_Directions_
Make a verbatim copy of the records; pictures stay out.
Extracted data START
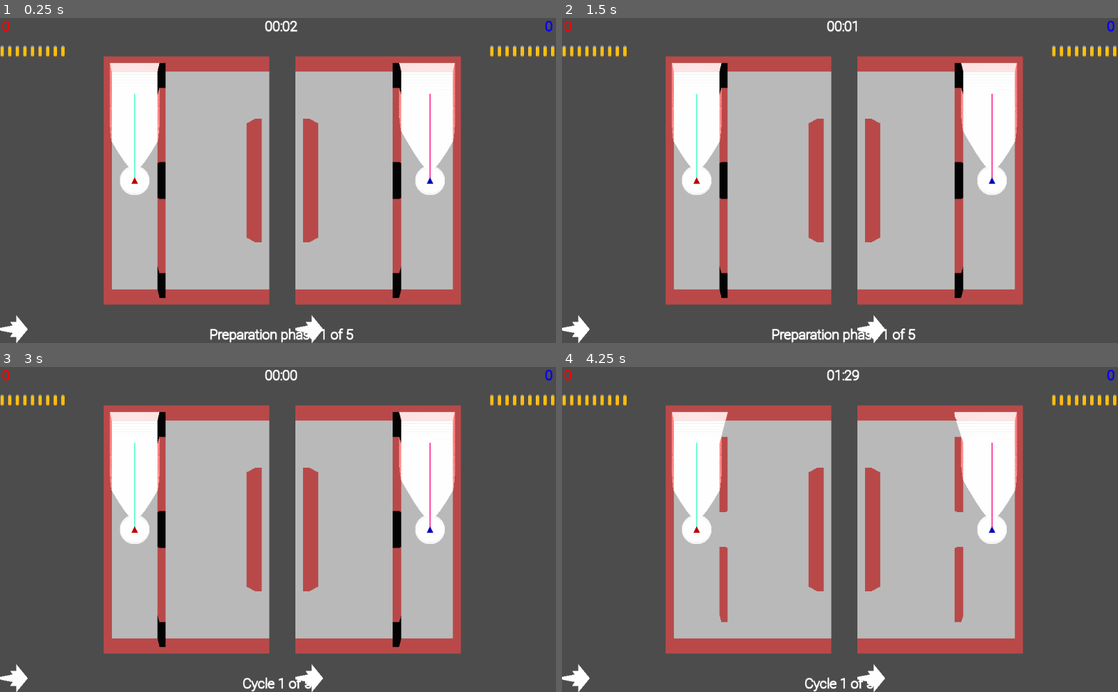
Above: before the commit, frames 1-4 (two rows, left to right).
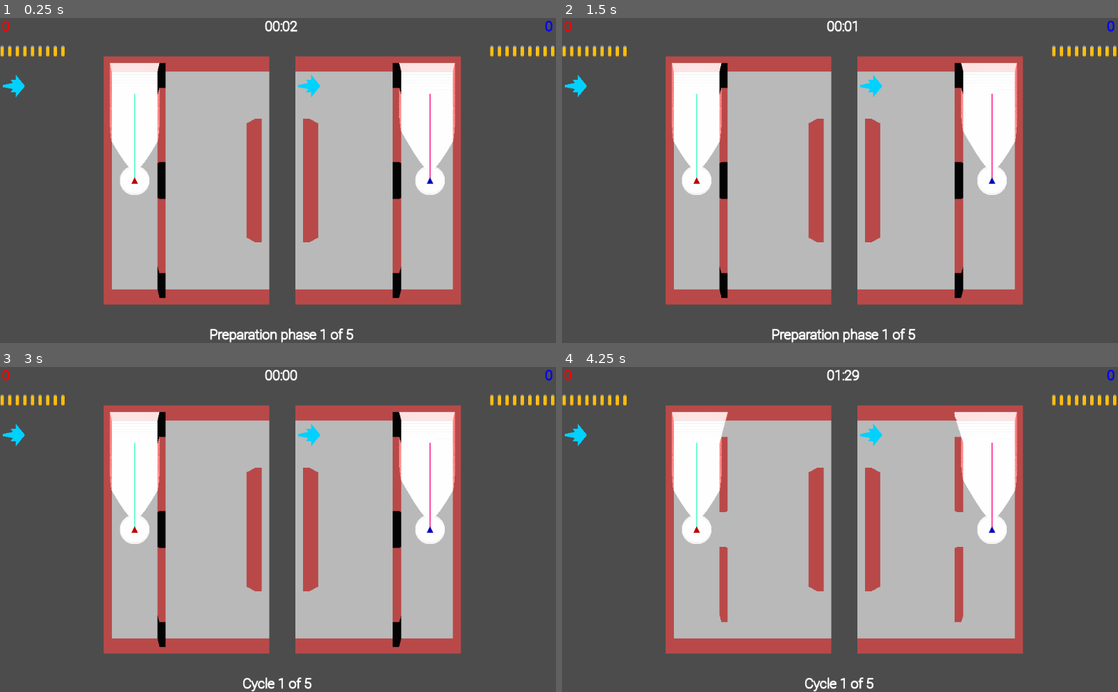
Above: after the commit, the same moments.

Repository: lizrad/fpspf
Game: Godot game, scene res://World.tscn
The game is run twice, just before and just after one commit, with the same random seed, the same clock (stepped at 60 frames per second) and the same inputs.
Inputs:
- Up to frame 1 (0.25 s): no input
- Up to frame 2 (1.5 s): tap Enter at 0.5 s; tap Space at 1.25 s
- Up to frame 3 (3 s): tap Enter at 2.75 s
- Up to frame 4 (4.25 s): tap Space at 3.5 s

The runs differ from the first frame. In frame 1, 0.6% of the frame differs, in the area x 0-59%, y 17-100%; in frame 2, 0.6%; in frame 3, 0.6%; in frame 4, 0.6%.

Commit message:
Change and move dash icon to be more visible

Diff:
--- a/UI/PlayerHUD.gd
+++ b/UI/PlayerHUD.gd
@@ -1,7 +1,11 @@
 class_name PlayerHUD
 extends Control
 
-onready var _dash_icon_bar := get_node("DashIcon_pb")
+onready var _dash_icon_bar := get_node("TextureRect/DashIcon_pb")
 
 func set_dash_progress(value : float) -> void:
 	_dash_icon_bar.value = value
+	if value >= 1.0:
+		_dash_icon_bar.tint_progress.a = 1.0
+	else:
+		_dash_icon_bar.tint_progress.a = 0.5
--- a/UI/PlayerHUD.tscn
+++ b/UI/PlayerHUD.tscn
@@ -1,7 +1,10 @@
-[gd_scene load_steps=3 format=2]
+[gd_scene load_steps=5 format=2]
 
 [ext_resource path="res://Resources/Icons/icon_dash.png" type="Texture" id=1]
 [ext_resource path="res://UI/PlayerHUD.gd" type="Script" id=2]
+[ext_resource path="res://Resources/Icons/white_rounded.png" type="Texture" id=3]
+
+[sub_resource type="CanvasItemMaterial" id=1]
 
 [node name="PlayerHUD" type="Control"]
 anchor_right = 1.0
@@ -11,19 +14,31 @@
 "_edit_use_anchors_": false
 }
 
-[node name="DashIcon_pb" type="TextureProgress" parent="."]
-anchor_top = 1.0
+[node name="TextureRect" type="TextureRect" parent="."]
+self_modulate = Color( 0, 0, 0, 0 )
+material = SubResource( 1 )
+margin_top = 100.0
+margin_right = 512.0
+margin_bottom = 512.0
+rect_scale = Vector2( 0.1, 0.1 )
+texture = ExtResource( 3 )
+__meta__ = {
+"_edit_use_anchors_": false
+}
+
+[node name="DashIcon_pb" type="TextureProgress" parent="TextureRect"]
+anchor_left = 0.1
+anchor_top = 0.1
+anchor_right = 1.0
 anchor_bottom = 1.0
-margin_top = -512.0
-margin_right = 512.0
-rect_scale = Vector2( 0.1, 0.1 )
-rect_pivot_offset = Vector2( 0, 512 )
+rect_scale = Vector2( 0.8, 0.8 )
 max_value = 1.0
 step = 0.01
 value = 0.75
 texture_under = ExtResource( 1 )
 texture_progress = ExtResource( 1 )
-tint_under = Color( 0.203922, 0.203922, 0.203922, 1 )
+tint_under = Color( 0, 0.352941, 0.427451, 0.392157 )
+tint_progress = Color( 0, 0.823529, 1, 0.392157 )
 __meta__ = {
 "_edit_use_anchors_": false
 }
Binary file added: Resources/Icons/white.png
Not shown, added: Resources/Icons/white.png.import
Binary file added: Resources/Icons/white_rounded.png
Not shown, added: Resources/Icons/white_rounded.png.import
Extracted data END
_Reply_
Above: before the commit, frames 1-4 (two rows, left to right).
Above: after the commit, the same moments.

Repository: lizrad/fpspf
Game: Godot game, scene res://World.tscn
The game is run twice, just before and just after one commit, with the same random seed, the same clock (stepped at 60 frames per second) and the same inputs.
Inputs:
- Up to frame 1 (0.25 s): no input
- Up to frame 2 (1.5 s): tap Enter at 0.5 s; tap Space at 1.25 s
- Up to frame 3 (3 s): tap Enter at 2.75 s
- Up to frame 4 (4.25 s): tap Space at 3.5 s

The runs differ from the first frame. In frame 1, 0.6% of the frame differs, in the area x 0-59%, y 17-100%; in frame 2, 0.6%; in frame 3, 0.6%; in frame 4, 0.6%.

Commit message:
Change and move dash icon to be more visible

Diff:
--- a/UI/PlayerHUD.gd
+++ b/UI/PlayerHUD.gd
@@ -1,7 +1,11 @@
 class_name PlayerHUD
 extends Control
 
-onready var _dash_icon_bar := get_node("DashIcon_pb")
+onready var _dash_icon_bar := get_node("TextureRect/DashIcon_pb")
 
 func set_dash_progress(value : float) -> void:
 	_dash_icon_bar.value = value
+	if value >= 1.0:
+		_dash_icon_bar.tint_progress.a = 1.0
+	else:
+		_dash_icon_bar.tint_progress.a = 0.5
--- a/UI/PlayerHUD.tscn
+++ b/UI/PlayerHUD.tscn
@@ -1,7 +1,10 @@
-[gd_scene load_steps=3 format=2]
+[gd_scene load_steps=5 format=2]
 
 [ext_resource path="res://Resources/Icons/icon_dash.png" type="Texture" id=1]
 [ext_resource path="res://UI/PlayerHUD.gd" type="Script" id=2]
+[ext_resource path="res://Resources/Icons/white_rounded.png" type="Texture" id=3]
+
+[sub_resource type="CanvasItemMaterial" id=1]
 
 [node name="PlayerHUD" type="Control"]
 anchor_right = 1.0
@@ -11,19 +14,31 @@
 "_edit_use_anchors_": false
 }
 
-[node name="DashIcon_pb" type="TextureProgress" parent="."]
-anchor_top = 1.0
+[node name="TextureRect" type="TextureRect" parent="."]
+self_modulate = Color( 0, 0, 0, 0 )
+material = SubResource( 1 )
+margin_top = 100.0
+margin_right = 512.0
+margin_bottom = 512.0
+rect_scale = Vector2( 0.1, 0.1 )
+texture = ExtResource( 3 )
+__meta__ = {
+"_edit_use_anchors_": false
+}
+
+[node name="DashIcon_pb" type="TextureProgress" parent="TextureRect"]
+anchor_left = 0.1
+anchor_top = 0.1
+anchor_right = 1.0
 anchor_bottom = 1.0
-margin_top = -512.0
-margin_right = 512.0
-rect_scale = Vector2( 0.1, 0.1 )
-rect_pivot_offset = Vector2( 0, 512 )
+rect_scale = Vector2( 0.8, 0.8 )
 max_value = 1.0
 step = 0.01
 value = 0.75
 texture_under = ExtResource( 1 )
 texture_progress = ExtResource( 1 )
-tint_under = Color( 0.203922, 0.203922, 0.203922, 1 )
+tint_under = Color( 0, 0.352941, 0.427451, 0.392157 )
+tint_progress = Color( 0, 0.823529, 1, 0.392157 )
 __meta__ = {
 "_edit_use_anchors_": false
 }
Binary file added: Resources/Icons/white.png
Not shown, added: Resources/Icons/white.png.import
Binary file added: Resources/Icons/white_rounded.png
Not shown, added: Resources/Icons/white_rounded.png.import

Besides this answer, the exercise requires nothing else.